Posner got this author out of jail several times. The last time was in 1990 after an arrest in Pontiac for passing out leaflets to state employees at the Clinton Valley mental health facility, which was threatened with closure. At trial, Posner presented a detailed defense, placing a traffic pattern map into evidence and demolishing the prosecutor’s charges of “obstructing traffic.”
Another case involved the arrest of two Workers League members on the very day President George H.W. Bush announced the start of Operation Desert Storm in the first Gulf War—January 16, 1991. The two were arrested and charged with “trespassing” for distributing anti-war leaflets to students during a Martin Luther King Day march near their Detroit school. Posner had to fight to get the release of the two, who were held for 12-14 hours while their jailers watched the bombing of Baghdad. When they went to court with Posner, the cop did not show up and the charges were dropped.

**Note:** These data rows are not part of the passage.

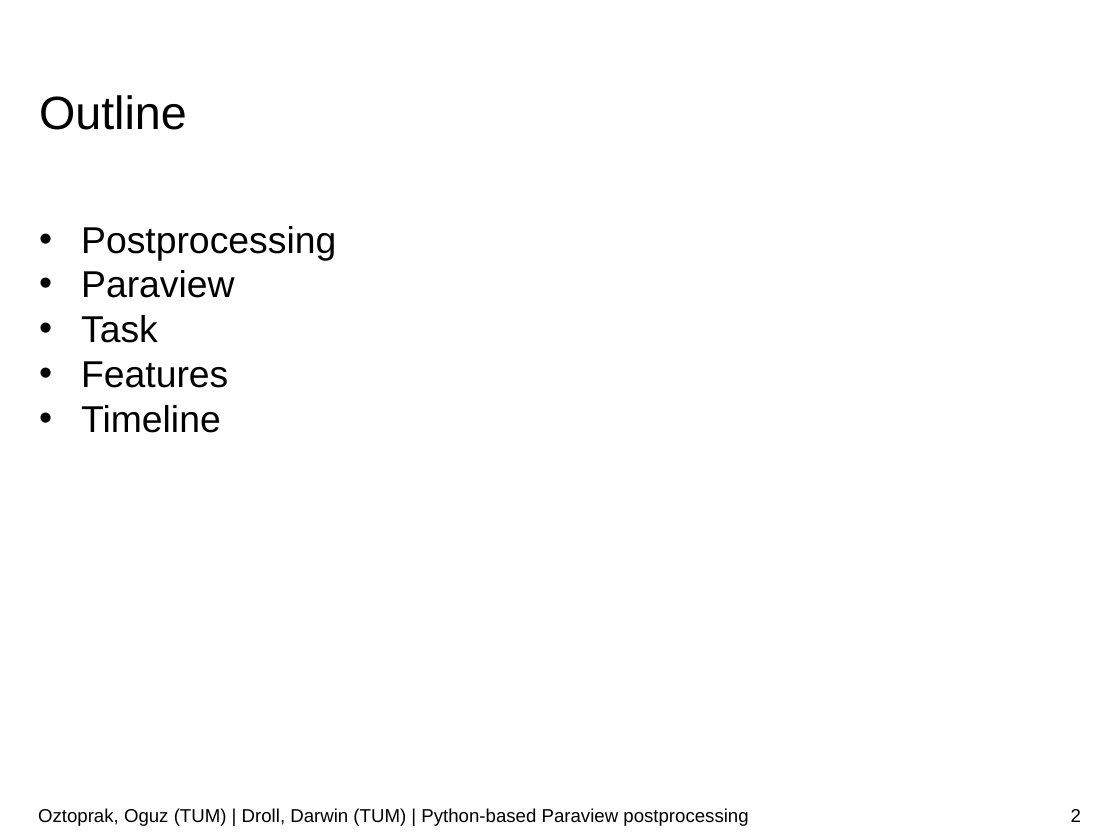
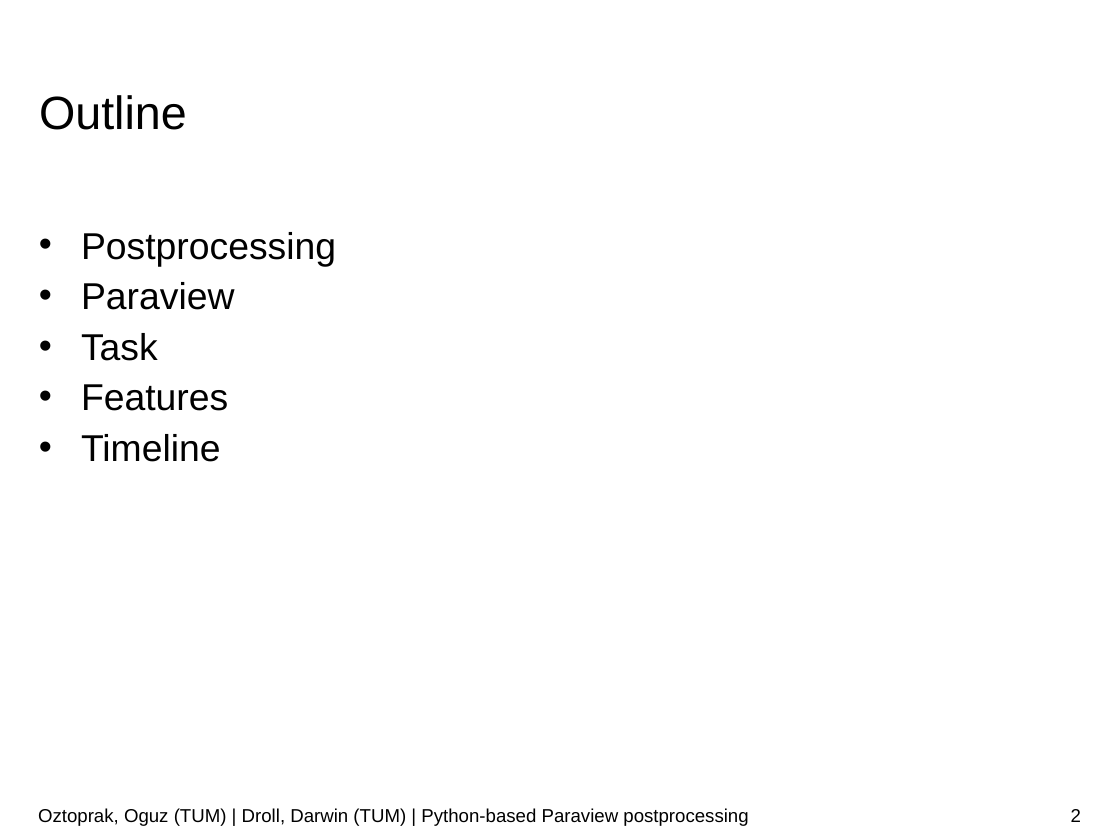
Before and after one commit to JusticeBoi/Paraview-PostProcessing-SoftwareLab, a slide deck: slide 2 of Paraview-postprocessor.pptx. Drawn at 1120x840 pixels with LibreOffice and Linux fonts; fonts in the diff are those of the drawing; background and template pictures are left out. Boxes give left, top, right and bottom in pixels: in the first picture for what was removed or moved away, otherwise in the second. Text is boxed around its words. In the diff, an @@ line names an element or a change of style, - is before the commit and + after.

```diff
--- a/Paraview-postprocessor.pptx
+++ b/Paraview-postprocessor.pptx
@@ text "Postprocessing" at <box>81,232,336,462</box>: line spacing 1 to 1.13 @@
```
Also in this commit, not shown: 14 other slides changed.

Even as criminal defense work became more and more difficult in the face of the right-wing lurch of both political parties, up until his retirement Posner continued to take public defender cases, visit low-income clients in jail and prepare their defense. Of his numerous assigned cases, he once said, “I am a lifeline to indigent clients. I can be their one hope to get their lives back on track, when everyone else around them has given up.”
He also served as a board member and treasurer of both the Legal Aid and Defender Association and the Detroit chapter of the National Lawyers Guild, while committing time to training a new generation of defense attorneys. At the funeral, it was announced that Posner’s name was being added to a scholarship fund named after his late law partner, Mark Weiss, at Wayne State’s Law School.
In her tribute at the memorial service, Emily Posner said her father had for four decades fought inside a “criminal justice system that is one of the most humiliating and dehumanizing institutions.” He was deeply humane, she said, and the type of lawyer “you would want to fight for you when the state or the government threatened to take away your freedom.”